The freedom of lists


Packing Checklist

 

Sometimes you’ll have the most fun when you start by doing the least fun kinds of things.

I just read this article: “How to have a hassle-free trip” by Christopher Elliot, special to the Seattle Times in the NW Traveler section, May 25, 2014. Here’s part of it:

“The smartest travelers plan ahead and have a fondness for checklists. Did you pack the right clothes? Remember all the power cords? Your passport?

Lists are your friends. Smart travelers know when to wing it and when not to. Sure, your friends and family might poke fun at you for keeping a list for everything, but they’ll thank you when you’re the only one with a power adapter in France. Travelers who keep lists are far less likely to get into trouble on the road.”

Oh so true.

Planning and list taking seem like what I do at work. My vacation or leisure travel is intended to get me as far from work as a pork chop is from a kosher meal. But here’s one of the many paradoxes of travel: The better you plan the more freedom you’ll have to play on your trip. Put more time in up front and you have less to deal with when you’re on your journey.

Lists work the same way. I love David Allen’s book, Getting Things DONE. Ostensibly, it is about productivity.
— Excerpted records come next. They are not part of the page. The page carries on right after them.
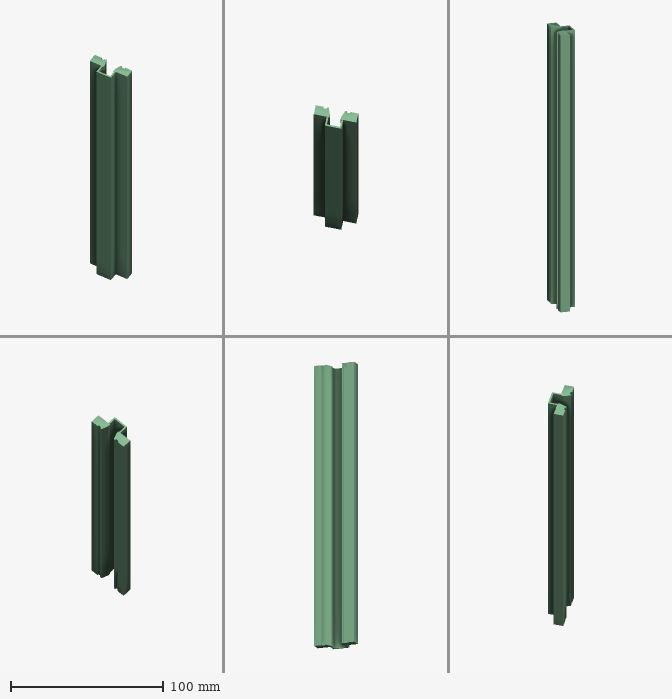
import cadquery as cq

length = 190.5
width = 28.5
depth = 12.8

channel_width = 11.0
wall = 1.1

flange_thickness = 6.5
throat_width = 7.6
mouth_width = 11.0
taper_depth = 4.5

groove_width = 2.3
groove_depth = 1.0
groove_offset = 7.8

back = depth / 2
front = -depth / 2
flange_front = back - flange_thickness


def flange_section(side):
    """Flange outline on one side: -1 for left, +1 for right."""
    outer = side * width / 2
    mouth = side * mouth_width / 2
    throat = side * throat_width / 2
    return [
        (outer, flange_front),
        (outer, back),
        (mouth, back),
        (throat, back - taper_depth),
        (throat, flange_front),
    ]


def make_channel():
    """U-shaped channel whose walls join the front faces of the flanges."""
    outer_x = channel_width / 2
    inner_x = outer_x - wall
    outline = [
        (-outer_x, flange_front),
        (-outer_x, front),
        (outer_x, front),
        (outer_x, flange_front),
        (inner_x, flange_front),
        (inner_x, front + wall),
        (-inner_x, front + wall),
        (-inner_x, flange_front),
    ]
    return cq.Workplane("XY").polyline(outline).close().extrude(length)


def make_flange(side):
    """One flange with its groove running the full length."""
    flange = cq.Workplane("XY").polyline(flange_section(side)).close().extrude(length)
    groove = (
        cq.Workplane("XY")
        .center(side * groove_offset, back - groove_depth / 2)
        .rect(groove_width, groove_depth)
        .extrude(length)
    )
    return flange.cut(groove)


result = make_channel()
for side in (-1, 1):
    result = result.union(make_flange(side))
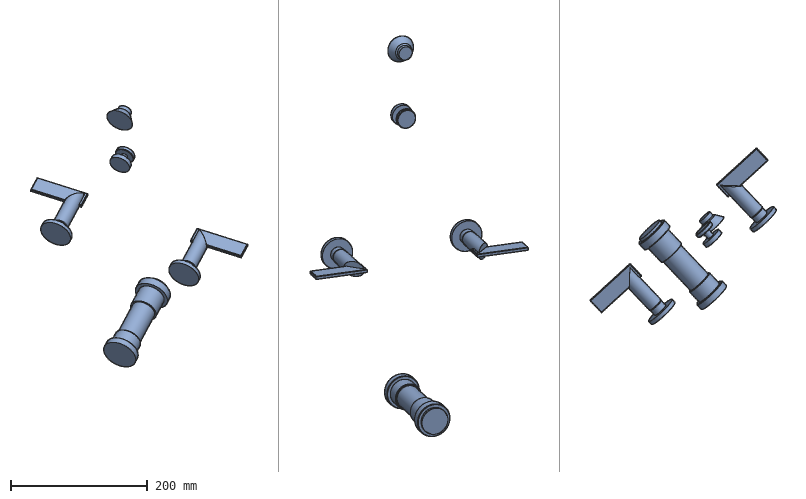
import cadquery as cq


lever_height = 229.0
knob_height = 432.0
cone_height = 533.5

spout_flange_radius = 25.5
spout_collar_radius = 20.0
spout_tube_radius = 18.0
spout_length = 138.5
spout_flange_end = 10.5
spout_near_collar_end = 32.0
spout_tube_end = 91.0
spout_ring_start = 121.5
spout_ring_end = 134.5
spout_edge_chamfer = 0.85

overall_width = 333.0
lever_offset = 101.5
lever_base_radius = 24.0
lever_base_thickness = 6.5
lever_neck_radius = 11.0
lever_neck_end = 16.0
lever_post_radius = 11.5
lever_post_chamfer = 1.0
mitre_low = 61.0
blade_start_y = 62.5
blade_width = 25.0
blade_thickness = 5.0
blade_tip_reach = overall_width / 2 - lever_offset
blade_heel_reach = 15.0
blade_edge_chamfer = 0.85

knob_base_radius = 15.5
knob_base_thickness = 7.0
knob_neck_radius = 5.0
knob_grip_radius = 14.5
knob_grip_start = 18.0
knob_length = 24.5
knob_grip_chamfer = 0.85

cone_base_radius = 20.0
cone_tip_radius = 10.5
cone_taper_radius = 13.0
cone_taper_end = 12.0
cone_tip_start = 14.0
cone_length = 20.0


def cylinder(radius, start, end):
    """Round bar about the Y axis between two distances from the wall."""
    return cq.Workplane("XZ", origin=(0, start, 0)).circle(radius).extrude(start - end)


def chamfer_far_rim(bar, size):
    """Bevel the rim of a round bar at the end away from the wall."""
    return bar.faces(">Y").edges().chamfer(size)


def make_spout():
    flange = cylinder(spout_flange_radius, 0, spout_flange_end)
    near_collar = cylinder(spout_collar_radius, 0, spout_near_collar_end)
    tube = cylinder(spout_tube_radius, 0, spout_length)
    far_collar = cylinder(spout_collar_radius, spout_tube_end, spout_length)
    ring = cylinder(spout_flange_radius, spout_ring_start, spout_ring_end)

    spout = tube.union(far_collar)
    for stepped_bar in (flange, near_collar, ring):
        spout = spout.union(chamfer_far_rim(stepped_bar, spout_edge_chamfer))
    return spout


def make_lever():
    """Lever with its blade pointing along +X from the post axis."""
    base = cylinder(lever_base_radius, 0, lever_base_thickness)
    neck = cylinder(lever_neck_radius, 0, lever_neck_end)

    mitre_high = mitre_low + 2 * lever_post_radius
    mitre_outline = [
        (-lever_post_radius, lever_neck_end),
        (lever_post_radius, lever_neck_end),
        (lever_post_radius, mitre_low),
        (-lever_post_radius, mitre_high),
    ]
    mitre = cq.Workplane("XY").polyline(mitre_outline).close().extrude(lever_post_radius, both=True)
    post = cylinder(lever_post_radius, lever_neck_end, mitre_high)
    post = post.faces("<Y").edges().chamfer(lever_post_chamfer).intersect(mitre)

    blade = cq.Workplane("XY").box(
        blade_heel_reach + blade_tip_reach,
        blade_width,
        blade_thickness,
        centered=(False, False, True),
    ).translate((-blade_heel_reach, blade_start_y, 0))
    blade = blade.faces("<Z or >Z").edges().chamfer(blade_edge_chamfer)
    return base.union(neck).union(post).union(blade)


def make_knob():
    base = cylinder(knob_base_radius, 0, knob_base_thickness)
    neck = cylinder(knob_neck_radius, 0, knob_length)
    grip = cylinder(knob_grip_radius, knob_grip_start, knob_length)
    grip = grip.faces("<Y or >Y").edges().chamfer(knob_grip_chamfer)
    knob = base.union(neck).union(grip)
    return knob.translate((0, 0, knob_height))


def make_cone():
    outline = [
        (0, 0),
        (cone_base_radius, 0),
        (cone_taper_radius, cone_taper_end),
        (cone_tip_radius, cone_tip_start),
        (cone_tip_radius, cone_length),
        (0, cone_length),
    ]
    cone = cq.Workplane("XY").polyline(outline).close().revolve(360, (0, 0, 0), (0, 1, 0))
    return cone.translate((0, 0, cone_height))


spout = make_spout()
knob = make_knob()
cone = make_cone()

levers = []
for side in (-1, 1):
    lever = make_lever()
    if side < 0:
        lever = lever.mirror("YZ")
    levers.append(lever.translate((side * lever_offset, 0, lever_height)).val())

result = cq.Compound.makeCompound([spout.val(), *levers, knob.val(), cone.val()])

But it is also about creativity, meaning, the more productive you are at getting your tasks done, the more time and mental space you’ll have for the more important creative ideas. And one of the keys to this is making lists. Get things down on paper and you don’t have to use up precious short-term memory worrying about them. Or better, get things down to a routine and you hardly have to give them a second thought.

For business travel, I will lug the same carry-on bag for an overnight trip that I use for a month’s worth of travel. Do I need all that space for a single change of clothes and overnight toiletries? Nope. But everything I need for travel is in that bag. I have a separate shaving kit I keep in it along with a back-up change of clothes, extra phone/camera chargers, an umbrella, vitamins and snacks – even laundry packets, sewing kit and a clothes line (which I’ve never used on a business trip…yet) are in there. Sure, I probably lug around a few extra pounds every trip, but I never have to worry about forgetting something. And that’s the key.

You may not need to keep a bag all set to go like I do if you’re only traveling a few times a year. But you can still keep lists. If you have to rely on your memory for items on a trip, you won’t be free to enjoy the experiences. Moreover, you’re likely to forget an essential. So as uptight as it may seem to some of you “just go for it” travelers, I tell you this: Lists and habits can be liberating. They actually add to, not take away from, your freedom.

In one of those quirky serendipitous moments reading a book that has nothing to do with travel, I came across this off-hand line in The Mystery of Christ by Robert Farrar Capon p. 119. He’s a priest counseling a woman through the grieving process following the loss of her husband. He suggests she try a certain experiment where she has to mentally pack up some misgivings she has and leave them alone. Here’s part of his advice to her:

“…This is a game, for heaven’s sake. And, like all games, it has to be taken seriously or it’s no fun. Either you go by the rules, or you’re not playing at all.”

We think of fun as fun, not serious. But sometimes the most fun comes when we take some aspects of life seriously. Like playing by the rules.

Or keeping lists.

Now go make that list.

Then forget about it and have some fun.